*** Given data Section Begins ***

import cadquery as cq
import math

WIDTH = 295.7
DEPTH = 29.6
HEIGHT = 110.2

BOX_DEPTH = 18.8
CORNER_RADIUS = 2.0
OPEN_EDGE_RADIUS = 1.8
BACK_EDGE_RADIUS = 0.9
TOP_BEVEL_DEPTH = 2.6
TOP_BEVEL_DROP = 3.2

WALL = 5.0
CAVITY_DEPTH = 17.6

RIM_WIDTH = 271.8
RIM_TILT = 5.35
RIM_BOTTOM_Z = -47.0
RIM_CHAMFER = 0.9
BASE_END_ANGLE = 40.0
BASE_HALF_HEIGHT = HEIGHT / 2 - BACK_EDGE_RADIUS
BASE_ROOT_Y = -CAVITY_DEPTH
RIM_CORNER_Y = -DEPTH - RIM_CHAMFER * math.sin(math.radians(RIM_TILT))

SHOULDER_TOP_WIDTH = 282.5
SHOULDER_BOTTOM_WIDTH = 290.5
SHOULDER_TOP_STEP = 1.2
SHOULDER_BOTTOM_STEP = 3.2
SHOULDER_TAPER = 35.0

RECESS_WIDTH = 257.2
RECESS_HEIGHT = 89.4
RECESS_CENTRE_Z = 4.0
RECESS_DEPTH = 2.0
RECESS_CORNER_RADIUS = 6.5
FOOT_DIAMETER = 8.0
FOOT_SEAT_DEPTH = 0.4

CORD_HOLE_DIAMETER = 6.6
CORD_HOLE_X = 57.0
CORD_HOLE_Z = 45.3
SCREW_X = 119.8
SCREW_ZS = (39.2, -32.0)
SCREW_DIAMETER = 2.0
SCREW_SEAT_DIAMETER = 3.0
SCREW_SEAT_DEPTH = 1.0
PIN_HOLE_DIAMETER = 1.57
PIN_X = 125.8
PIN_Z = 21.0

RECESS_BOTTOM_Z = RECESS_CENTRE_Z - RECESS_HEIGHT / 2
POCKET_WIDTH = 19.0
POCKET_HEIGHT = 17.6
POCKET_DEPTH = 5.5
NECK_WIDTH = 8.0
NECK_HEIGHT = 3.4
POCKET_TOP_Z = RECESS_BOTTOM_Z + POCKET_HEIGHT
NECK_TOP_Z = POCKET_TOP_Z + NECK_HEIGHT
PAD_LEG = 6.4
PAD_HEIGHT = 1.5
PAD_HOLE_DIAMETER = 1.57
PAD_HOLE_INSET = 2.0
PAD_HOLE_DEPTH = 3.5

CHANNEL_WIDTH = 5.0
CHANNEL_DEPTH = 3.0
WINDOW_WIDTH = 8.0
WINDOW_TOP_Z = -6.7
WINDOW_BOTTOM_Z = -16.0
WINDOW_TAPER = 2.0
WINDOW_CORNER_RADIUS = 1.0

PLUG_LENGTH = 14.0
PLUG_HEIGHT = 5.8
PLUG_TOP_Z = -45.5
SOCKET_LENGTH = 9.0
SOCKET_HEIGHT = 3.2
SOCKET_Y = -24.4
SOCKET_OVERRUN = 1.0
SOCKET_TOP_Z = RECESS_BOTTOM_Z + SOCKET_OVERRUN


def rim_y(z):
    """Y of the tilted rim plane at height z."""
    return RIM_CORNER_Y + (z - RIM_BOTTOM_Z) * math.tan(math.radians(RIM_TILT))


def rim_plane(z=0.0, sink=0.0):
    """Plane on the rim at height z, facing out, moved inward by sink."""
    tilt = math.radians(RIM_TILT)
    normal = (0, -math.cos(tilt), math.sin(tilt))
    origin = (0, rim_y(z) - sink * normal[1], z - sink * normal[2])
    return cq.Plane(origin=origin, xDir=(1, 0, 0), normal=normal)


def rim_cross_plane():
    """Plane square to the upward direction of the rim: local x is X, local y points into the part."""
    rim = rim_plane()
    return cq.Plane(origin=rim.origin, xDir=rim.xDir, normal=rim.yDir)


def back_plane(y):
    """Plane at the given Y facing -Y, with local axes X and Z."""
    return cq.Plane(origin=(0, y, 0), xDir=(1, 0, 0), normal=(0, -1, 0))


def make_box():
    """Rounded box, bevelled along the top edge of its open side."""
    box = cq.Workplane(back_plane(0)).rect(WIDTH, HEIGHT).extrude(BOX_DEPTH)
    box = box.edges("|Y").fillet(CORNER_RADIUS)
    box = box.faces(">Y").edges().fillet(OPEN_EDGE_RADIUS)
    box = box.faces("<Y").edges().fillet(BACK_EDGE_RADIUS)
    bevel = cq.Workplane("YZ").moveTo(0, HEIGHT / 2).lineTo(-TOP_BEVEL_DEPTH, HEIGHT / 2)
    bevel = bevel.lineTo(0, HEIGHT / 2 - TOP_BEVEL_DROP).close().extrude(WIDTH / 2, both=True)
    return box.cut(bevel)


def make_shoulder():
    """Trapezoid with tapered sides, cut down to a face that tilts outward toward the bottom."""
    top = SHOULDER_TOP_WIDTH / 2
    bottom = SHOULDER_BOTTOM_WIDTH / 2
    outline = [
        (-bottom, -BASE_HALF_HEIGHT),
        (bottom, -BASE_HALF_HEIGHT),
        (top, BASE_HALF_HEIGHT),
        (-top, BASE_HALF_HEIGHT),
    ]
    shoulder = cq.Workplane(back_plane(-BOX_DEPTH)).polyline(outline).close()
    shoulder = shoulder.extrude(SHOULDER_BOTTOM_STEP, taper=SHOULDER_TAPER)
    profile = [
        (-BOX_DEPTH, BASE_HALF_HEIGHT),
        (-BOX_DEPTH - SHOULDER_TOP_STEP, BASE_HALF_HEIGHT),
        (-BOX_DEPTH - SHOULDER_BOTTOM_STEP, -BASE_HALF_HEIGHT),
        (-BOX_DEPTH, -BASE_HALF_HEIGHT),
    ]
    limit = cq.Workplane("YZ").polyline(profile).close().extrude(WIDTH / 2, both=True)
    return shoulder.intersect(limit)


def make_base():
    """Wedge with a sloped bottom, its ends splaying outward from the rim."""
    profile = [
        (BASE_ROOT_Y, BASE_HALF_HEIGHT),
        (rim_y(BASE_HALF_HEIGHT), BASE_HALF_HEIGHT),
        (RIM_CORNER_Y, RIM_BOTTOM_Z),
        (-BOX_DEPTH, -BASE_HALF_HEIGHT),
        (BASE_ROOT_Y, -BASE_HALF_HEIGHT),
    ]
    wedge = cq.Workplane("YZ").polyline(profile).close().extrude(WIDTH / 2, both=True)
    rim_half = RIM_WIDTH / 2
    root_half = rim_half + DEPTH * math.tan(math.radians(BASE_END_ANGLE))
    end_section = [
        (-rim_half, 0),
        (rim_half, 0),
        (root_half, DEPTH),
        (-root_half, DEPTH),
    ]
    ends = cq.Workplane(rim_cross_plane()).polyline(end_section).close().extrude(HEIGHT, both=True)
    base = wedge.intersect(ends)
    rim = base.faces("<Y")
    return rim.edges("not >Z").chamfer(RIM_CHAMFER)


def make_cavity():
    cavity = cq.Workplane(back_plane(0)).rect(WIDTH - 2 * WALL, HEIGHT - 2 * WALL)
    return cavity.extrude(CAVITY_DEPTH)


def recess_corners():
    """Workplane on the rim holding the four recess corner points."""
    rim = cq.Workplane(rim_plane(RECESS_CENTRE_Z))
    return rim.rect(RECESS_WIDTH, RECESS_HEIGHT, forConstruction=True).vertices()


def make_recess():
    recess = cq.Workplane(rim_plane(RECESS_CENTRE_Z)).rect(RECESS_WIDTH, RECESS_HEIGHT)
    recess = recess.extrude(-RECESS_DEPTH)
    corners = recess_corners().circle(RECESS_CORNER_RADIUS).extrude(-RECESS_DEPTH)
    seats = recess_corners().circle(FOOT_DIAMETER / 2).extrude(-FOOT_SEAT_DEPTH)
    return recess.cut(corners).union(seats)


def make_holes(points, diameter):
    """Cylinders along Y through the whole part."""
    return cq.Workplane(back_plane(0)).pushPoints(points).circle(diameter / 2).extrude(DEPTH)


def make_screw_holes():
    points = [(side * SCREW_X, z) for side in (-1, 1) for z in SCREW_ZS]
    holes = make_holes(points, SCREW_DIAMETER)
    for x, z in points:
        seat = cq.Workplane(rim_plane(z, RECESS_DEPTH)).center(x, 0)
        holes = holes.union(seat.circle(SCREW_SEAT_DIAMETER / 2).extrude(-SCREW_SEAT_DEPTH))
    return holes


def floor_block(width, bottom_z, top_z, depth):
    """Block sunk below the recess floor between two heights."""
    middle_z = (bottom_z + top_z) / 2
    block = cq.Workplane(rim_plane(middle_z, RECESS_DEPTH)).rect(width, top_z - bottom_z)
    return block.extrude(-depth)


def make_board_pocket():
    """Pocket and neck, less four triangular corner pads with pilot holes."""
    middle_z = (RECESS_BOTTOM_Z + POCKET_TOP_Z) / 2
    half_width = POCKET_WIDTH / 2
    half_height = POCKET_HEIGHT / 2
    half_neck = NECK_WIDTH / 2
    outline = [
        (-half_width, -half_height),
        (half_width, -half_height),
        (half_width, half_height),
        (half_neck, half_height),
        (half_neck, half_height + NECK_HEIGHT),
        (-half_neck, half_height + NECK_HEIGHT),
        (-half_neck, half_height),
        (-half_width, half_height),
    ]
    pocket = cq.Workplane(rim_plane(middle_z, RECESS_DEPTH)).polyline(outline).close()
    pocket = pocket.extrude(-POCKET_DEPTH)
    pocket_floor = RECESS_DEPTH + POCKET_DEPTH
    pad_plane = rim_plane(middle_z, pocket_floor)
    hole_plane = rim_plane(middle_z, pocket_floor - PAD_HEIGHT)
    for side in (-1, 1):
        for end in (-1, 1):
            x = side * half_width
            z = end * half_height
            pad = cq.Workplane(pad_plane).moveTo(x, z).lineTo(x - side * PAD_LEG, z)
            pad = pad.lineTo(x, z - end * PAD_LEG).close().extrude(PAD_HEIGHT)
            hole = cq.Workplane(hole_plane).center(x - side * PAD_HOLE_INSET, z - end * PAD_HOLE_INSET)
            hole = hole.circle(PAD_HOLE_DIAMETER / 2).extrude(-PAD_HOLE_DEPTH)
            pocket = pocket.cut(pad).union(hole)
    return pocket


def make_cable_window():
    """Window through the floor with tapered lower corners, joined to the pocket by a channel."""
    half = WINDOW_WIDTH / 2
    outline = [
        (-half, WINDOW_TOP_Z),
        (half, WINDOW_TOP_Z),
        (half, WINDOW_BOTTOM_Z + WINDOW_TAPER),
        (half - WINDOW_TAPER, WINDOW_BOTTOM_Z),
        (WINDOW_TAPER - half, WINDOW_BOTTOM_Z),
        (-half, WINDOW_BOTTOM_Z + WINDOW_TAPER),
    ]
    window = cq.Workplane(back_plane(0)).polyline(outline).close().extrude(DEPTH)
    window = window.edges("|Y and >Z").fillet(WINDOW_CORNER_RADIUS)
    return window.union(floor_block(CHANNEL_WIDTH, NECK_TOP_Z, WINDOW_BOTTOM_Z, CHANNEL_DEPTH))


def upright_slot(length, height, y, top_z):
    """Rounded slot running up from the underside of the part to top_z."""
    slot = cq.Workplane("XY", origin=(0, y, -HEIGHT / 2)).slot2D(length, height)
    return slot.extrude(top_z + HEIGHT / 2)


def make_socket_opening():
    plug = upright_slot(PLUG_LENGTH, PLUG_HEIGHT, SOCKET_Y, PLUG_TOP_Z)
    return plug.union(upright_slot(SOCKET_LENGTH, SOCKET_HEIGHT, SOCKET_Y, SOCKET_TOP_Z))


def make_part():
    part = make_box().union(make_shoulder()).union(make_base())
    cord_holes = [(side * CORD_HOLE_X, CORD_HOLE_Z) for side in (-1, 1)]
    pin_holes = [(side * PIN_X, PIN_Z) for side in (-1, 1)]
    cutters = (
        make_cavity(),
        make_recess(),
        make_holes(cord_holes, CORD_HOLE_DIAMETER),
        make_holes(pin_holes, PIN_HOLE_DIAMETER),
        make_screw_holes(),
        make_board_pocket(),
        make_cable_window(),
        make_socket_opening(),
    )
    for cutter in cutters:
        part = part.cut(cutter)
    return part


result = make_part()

*** Given data Section Ends ***

(Exercise brief)
Starting at the first line of the records, print each line exactly, stopping after the line that contains "RECESS_WIDTH = 257.2".

(Result for this task)
import cadquery as cq
import math

WIDTH = 295.7
DEPTH = 29.6
HEIGHT = 110.2

BOX_DEPTH = 18.8
CORNER_RADIUS = 2.0
OPEN_EDGE_RADIUS = 1.8
BACK_EDGE_RADIUS = 0.9
TOP_BEVEL_DEPTH = 2.6
TOP_BEVEL_DROP = 3.2

WALL = 5.0
CAVITY_DEPTH = 17.6

RIM_WIDTH = 271.8
RIM_TILT = 5.35
RIM_BOTTOM_Z = -47.0
RIM_CHAMFER = 0.9
BASE_END_ANGLE = 40.0
BASE_HALF_HEIGHT = HEIGHT / 2 - BACK_EDGE_RADIUS
BASE_ROOT_Y = -CAVITY_DEPTH
RIM_CORNER_Y = -DEPTH - RIM_CHAMFER * math.sin(math.radians(RIM_TILT))

SHOULDER_TOP_WIDTH = 282.5
SHOULDER_BOTTOM_WIDTH = 290.5
SHOULDER_TOP_STEP = 1.2
SHOULDER_BOTTOM_STEP = 3.2
SHOULDER_TAPER = 35.0

RECESS_WIDTH = 257.2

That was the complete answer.